*** Block opens ***

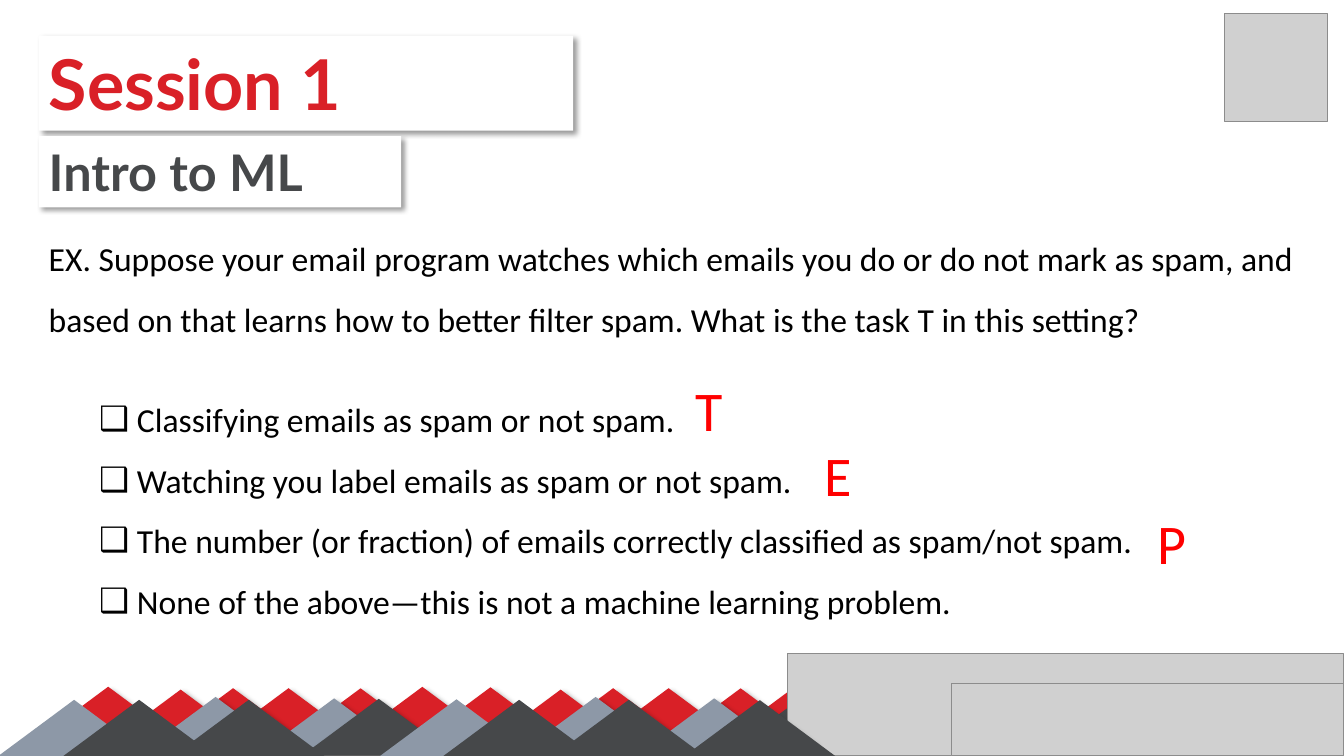
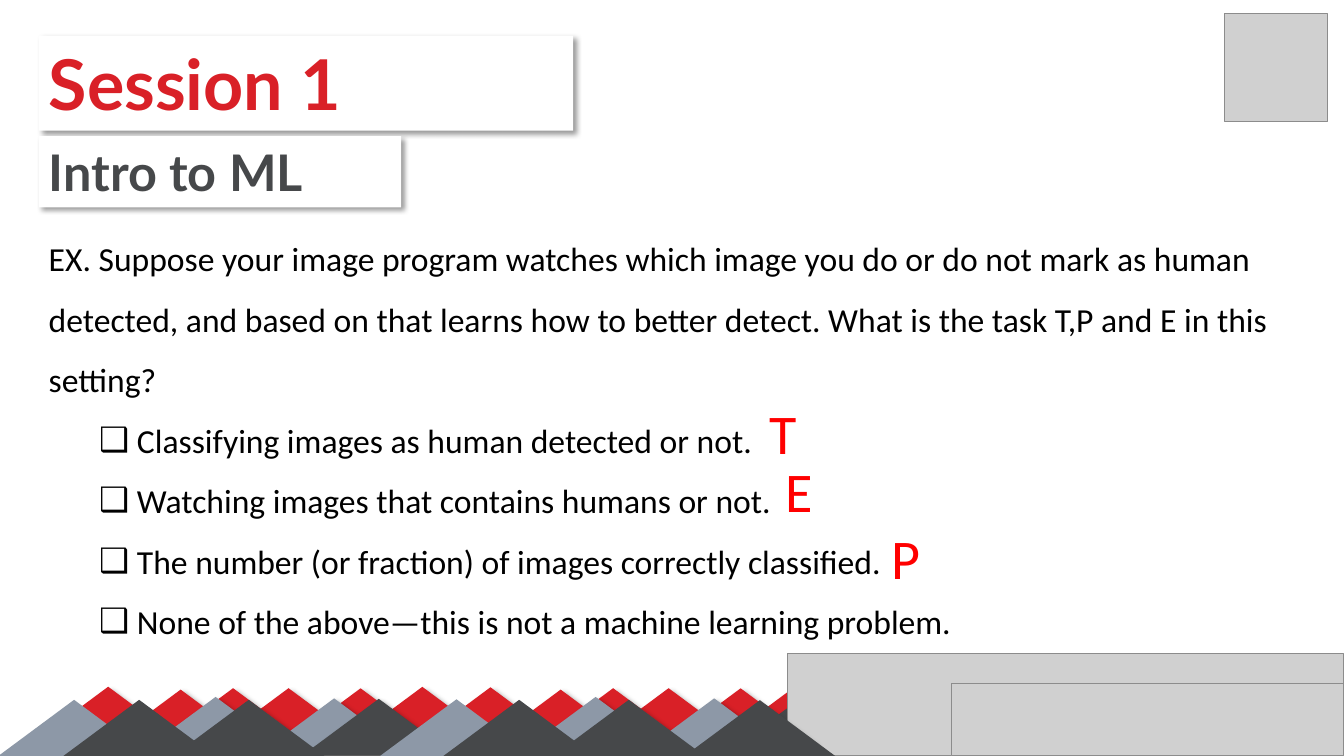
Before and after one commit to SalmaGira/machine-learning-workshop-Kvector, a slide deck: slide 6 of Sessions/Session 1/Session_01.pptx. Drawn at 1344x756 pixels with LibreOffice and Linux fonts; fonts in the diff are those of the drawing; grey boxes stand for pictures. Boxes give left, top, right and bottom in pixels: in the first picture for what was removed or moved away, otherwise in the second. Text is boxed around its words. In the diff, an @@ line names an element or a change of style, - is before the commit and + after.

```diff
--- a/Sessions/Session 1/Session_01.pptx
+++ b/Sessions/Session 1/Session_01.pptx
@@ text at (x1=49, y1=247, x2=1267, y2=580): text changed @@
-EX. Suppose your email program watches which emails you do or do not mark as spam, and based on that learns how to better filter spam. What is the task T in this setting?
-  ❑ Classifying emails as spam or not spam.
-  ❑ Watching you label emails as spam or not spam.
-  ❑ The number (or fraction) of emails correctly classified as spam/not spam.
+EX. Suppose your image program watches which image you do or do not mark as human detected, and based on that learns how to better detect. What is the task T,P and E in this setting?
+  ❑ Classifying images as human detected or not.
+  ❑ Watching images that contains humans or not.
+  ❑ The number (or fraction) of images correctly classified.
@@ text "T" moved from (x1=696, y1=395, x2=723, y2=431) to (x1=770, y1=418, x2=797, y2=454) @@
@@ text "E" moved from (x1=825, y1=460, x2=852, y2=496) to (x1=786, y1=476, x2=813, y2=512) @@
@@ text "P" moved from (x1=1158, y1=528, x2=1187, y2=564) to (x1=891, y1=543, x2=920, y2=579) @@
```
Also in this commit, not shown: 5 other slides changed, 9 slides added, 3 slides removed.

*** Block closes ***

## [Your objective]
Retype all the data exactly. Omit pictures.

## [Answer to this problem]
Before and after one commit to SalmaGira/machine-learning-workshop-Kvector, a slide deck: slide 6 of Sessions/Session 1/Session_01.pptx. Drawn at 1344x756 pixels with LibreOffice and Linux fonts; fonts in the diff are those of the drawing; grey boxes stand for pictures. Boxes give left, top, right and bottom in pixels: in the first picture for what was removed or moved away, otherwise in the second. Text is boxed around its words. In the diff, an @@ line names an element or a change of style, - is before the commit and + after.

```diff
--- a/Sessions/Session 1/Session_01.pptx
+++ b/Sessions/Session 1/Session_01.pptx
@@ text at (x1=49, y1=247, x2=1267, y2=580): text changed @@
-EX. Suppose your email program watches which emails you do or do not mark as spam, and based on that learns how to better filter spam. What is the task T in this setting?
-  ❑ Classifying emails as spam or not spam.
-  ❑ Watching you label emails as spam or not spam.
-  ❑ The number (or fraction) of emails correctly classified as spam/not spam.
+EX. Suppose your image program watches which image you do or do not mark as human detected, and based on that learns how to better detect. What is the task T,P and E in this setting?
+  ❑ Classifying images as human detected or not.
+  ❑ Watching images that contains humans or not.
+  ❑ The number (or fraction) of images correctly classified.
@@ text "T" moved from (x1=696, y1=395, x2=723, y2=431) to (x1=770, y1=418, x2=797, y2=454) @@
@@ text "E" moved from (x1=825, y1=460, x2=852, y2=496) to (x1=786, y1=476, x2=813, y2=512) @@
@@ text "P" moved from (x1=1158, y1=528, x2=1187, y2=564) to (x1=891, y1=543, x2=920, y2=579) @@
```
Also in this commit, not shown: 5 other slides changed, 9 slides added, 3 slides removed.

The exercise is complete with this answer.